Hugo bakışın, bakışmanın gücüne olan inancın yitirildiği, klişeye dönüştüğü konusunda haklı olabilir. Ama insanların birbirine artık daha az bakıyor olmasının asıl nedeni, bu çağın insanının kimliğine yapışıp varlığının bir parçası haline gelen güvensizlik duygusunun farklı tonları. Kendine, en yakınındakine, karşısındakine, düzene, geleceğe güvensizlik... Başkasıyla yakınlaşmak, bağ kurmak son derece tehlikeli şimdilerde. Distopyaya sürüklendiğimizi düşünürken ruhlarımızı ve bedenlerimizi kapatıyor; varlığımızı hayatta kalma moduna alıyoruz. Gözlerimize inen perdelerle yönümüzü kaybediyor; insandan, hayattan ve hakikatten uzaklaşıyoruz. Mark Fisher'ın dediği gibi, "dünyanın sonu, kapitalizmin sonundan daha gerçekçi bir hayalmiş gibi geliyor bize." Sona yaklaştığımızı düşünürken gözlerimizi sımsıkı kapatmış bekliyoruz, hiç kıpırdamadan. Nefes aldığımıza şükrediyoruz çoğu zaman.

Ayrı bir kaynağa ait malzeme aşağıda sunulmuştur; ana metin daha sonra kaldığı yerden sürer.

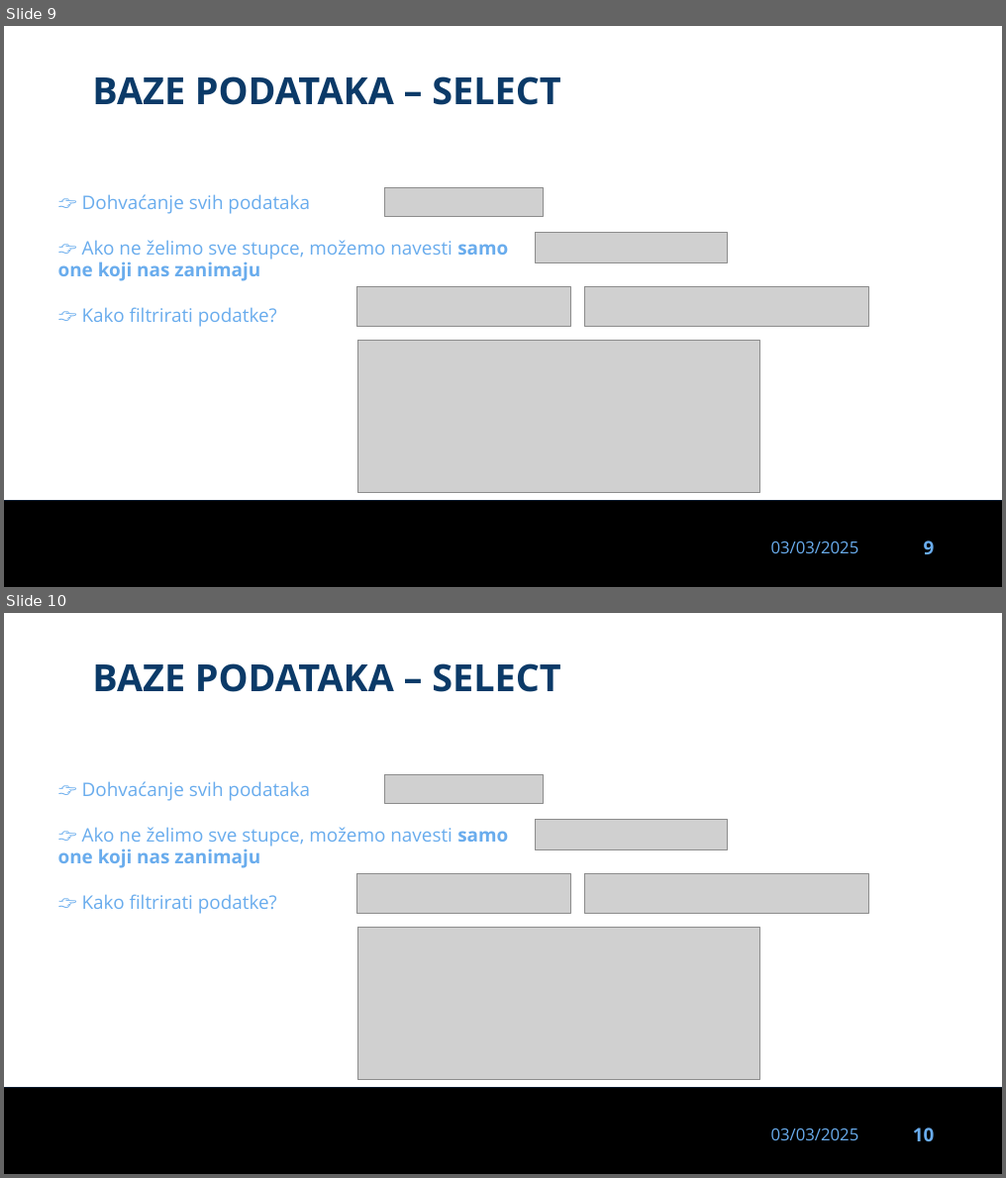
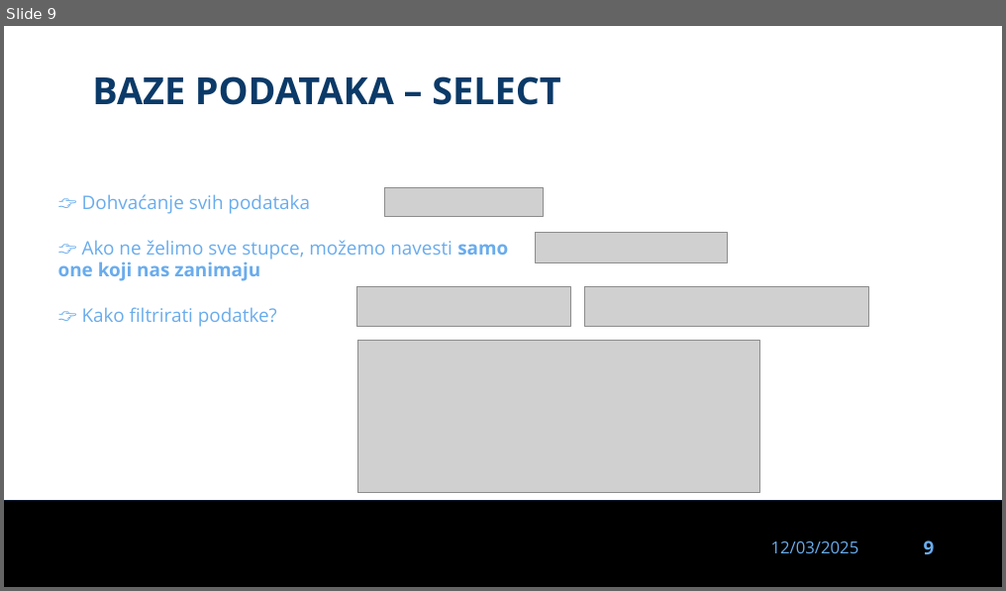
Before and after one commit to dinoDuvnjak/CTK, a slide deck: Bootcamp/DB-uvod/DB-uvod.pptx. Shown one above the other, each under a label of ours: slides 9 and 10 before the commit, slide 9 after it. The pictures are 1006x1178 and 1006x591 pixels, drawn with LibreOffice and Linux fonts; fonts in the diff are those of the drawing; grey boxes stand for pictures; background and template pictures are left out. Boxes give left, top, right and bottom in pixels: in the first picture for what was removed or moved away, otherwise in the second. Text is boxed around its words. In the diff, an @@ line names an element or a change of style, - is before the commit and + after.

```diff
--- a/Bootcamp/DB-uvod/DB-uvod.pptx
+++ b/Bootcamp/DB-uvod/DB-uvod.pptx
@@ slide 10 removed at (x1=4, y1=613, x2=1002, y2=1174), background #FFFFFF; not listed: 3 template elements that a slide beside it also shows @@
@@ text removed at (x1=92, y1=663, x2=560, y2=692) @@
-BAZE PODATAKA – SELECT
@@ text removed at (x1=58, y1=781, x2=508, y2=914) @@
-👉 Dohvaćanje svih podataka
-👉 Ako ne želimo sve stupce, možemo navesti samo one koji nas zanimaju
-👉 Kako filtrirati podatke?
@@ picture removed at (x1=384, y1=774, x2=543, y2=804) @@
@@ picture removed at (x1=536, y1=820, x2=728, y2=851) @@
@@ picture removed at (x1=357, y1=874, x2=570, y2=913) @@
@@ picture removed at (x1=585, y1=874, x2=869, y2=913) @@
@@ picture removed at (x1=358, y1=928, x2=760, y2=1080) @@
@@ slide 9 changed as well @@
@@ text at (x1=771, y1=542, x2=859, y2=554): text changed @@
-03/03/2025
+12/03/2025
```
Also in this commit, not shown: 30 other slides changed, 1 other file.
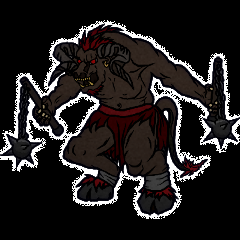
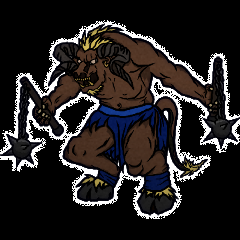
Revision of a layered 240px x 240px image; what changed, layer by layer:
added group "Skin main" with 2 layers in group "color" over [35, 30, 214, 177]
added layer "Skin shading" in group "Skin main" over [46, 34, 214, 177]
renamed "skin 1" to "Skin base", moved it into group "Skin main", painted on it over [35, 30, 214, 177]
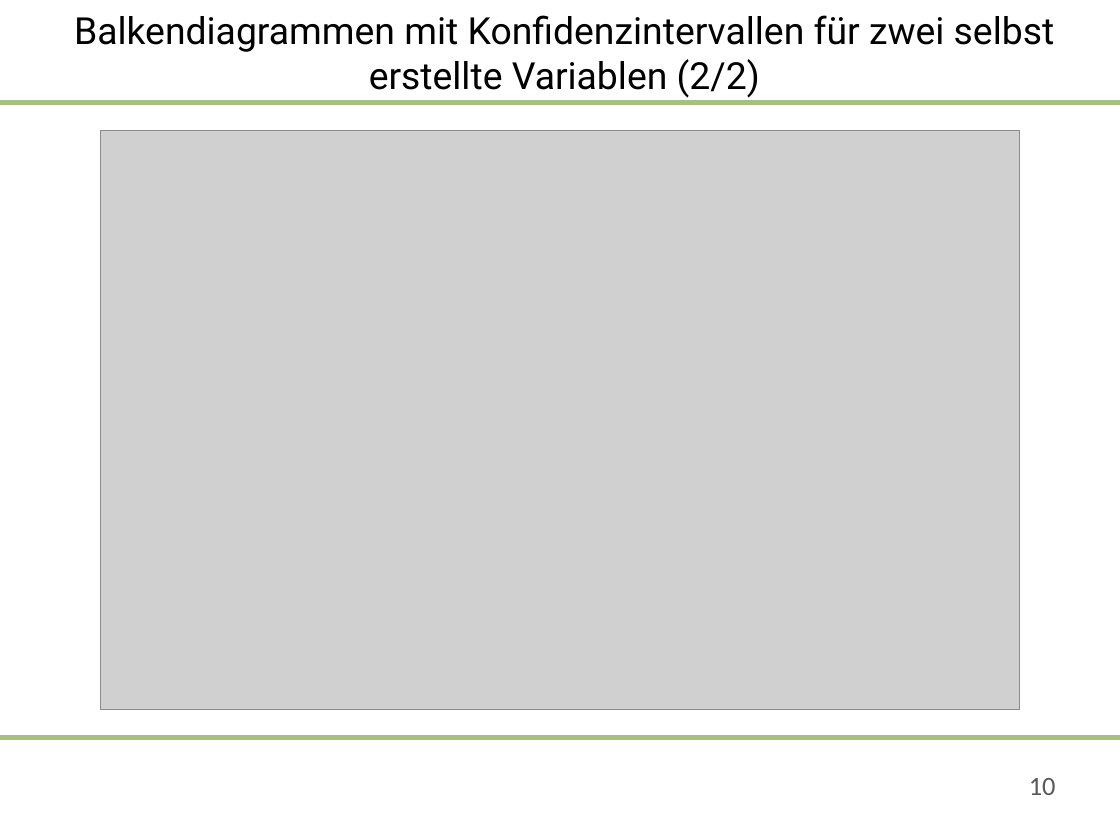
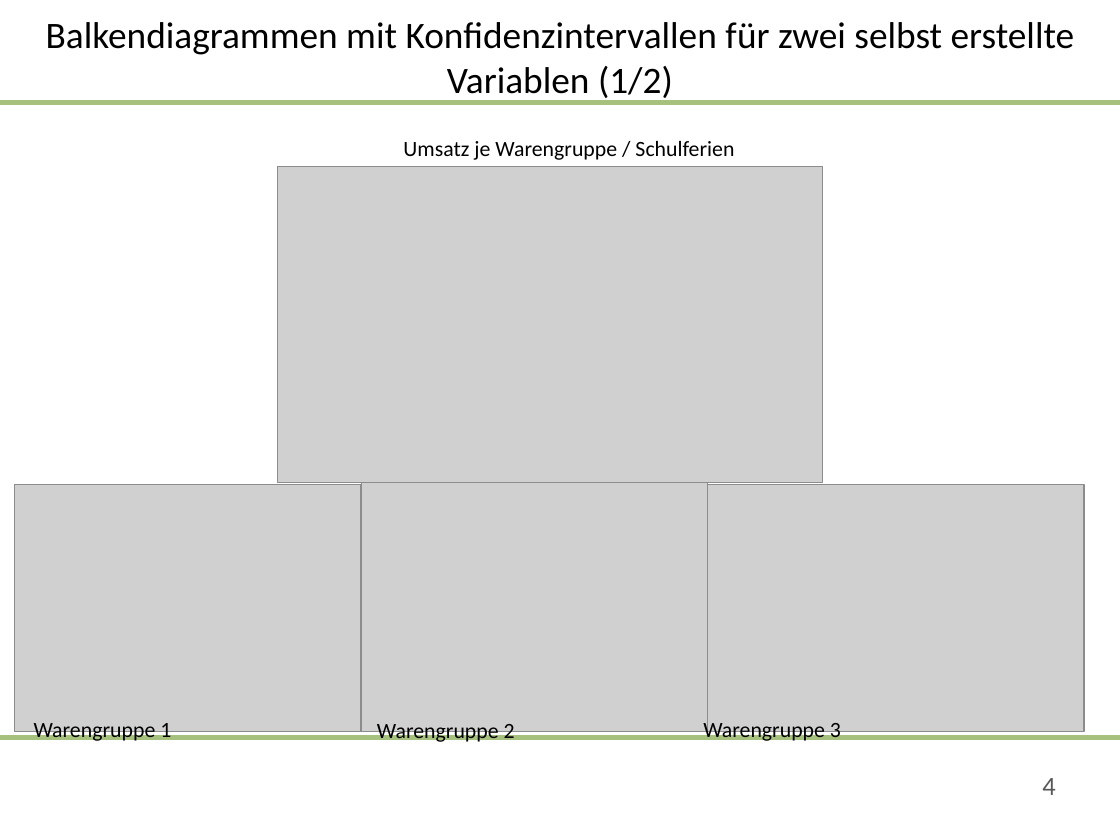
Before and after one commit to saludwig26/Data-science-Team-5-1, a slide deck: slide 4 of 09-06-2020-Präsentation_Team 5.pptx (slide 10 before the commit). Drawn at 1120x840 pixels with LibreOffice and Linux fonts; fonts in the diff are those of the drawing; grey boxes stand for pictures; background and template pictures are left out. Boxes give left, top, right and bottom in pixels: in the first picture for what was removed or moved away, otherwise in the second. Text is boxed around its words. In the diff, an @@ line names an element or a change of style, - is before the commit and + after.

```diff
--- a/09-06-2020-Präsentation_Team 5.pptx
+++ b/09-06-2020-Präsentation_Team 5.pptx
@@ title at (46,22,1075,103): text changed; font Roboto to Calibri @@
-Balkendiagrammen mit Konfidenzintervallen für zwei selbst erstellte Variablen (2/2)
+Balkendiagrammen mit Konfidenzintervallen für zwei selbst erstellte Variablen (1/2)
@@ picture removed at (101,130,1020,709) @@
@@ text added at (403,141,734,160), 14 pt, text #000000 @@
+Umsatz je Warengruppe / Schulferien
@@ picture added at (278,167,822,483) @@
@@ picture added at (15,484,361,731) @@
@@ picture added at (361,480,707,731) @@
@@ picture added at (683,485,1084,731) @@
@@ text added at (703,719,841,744), 14 pt, text #000000 @@
+Warengruppe 3
@@ text added at (34,723,171,744), 14 pt, text #000000 @@
+Warengruppe 1
@@ text added at (377,724,515,744), 14 pt, text #000000 @@
+Warengruppe 2
@@ page number at (1042,778,1055,795): text changed @@
-10
+4
```
Also in this commit, not shown: 7 other slides changed, 4 slides added, 8 slides removed.

Oysa "sadece hayatta kalmak değil, insan kalabilmek gerekliliği" ana fikrini veriyor distopyalar bile. Ancak böyle bulunuyor keşfedilmeyi bekleyen ütopyalar. İnsan kalabilmekle… Dünyanın en güzel, insanlığın en eski klişesini hatırlamakla başlayabiliriz. Yani yeniden bakarak birbirimize. Gözlerimizi kaçırmadan. Kolaya, ucuza, sahteliğe kaçmadan. Klişe dediğimiz şey de ne kadar kötü olabilir? Distopik ve apokaliptik bir dünyada, kalabalıklar içinde yapayalnız kalmaktan daha korkunç olamaz ya.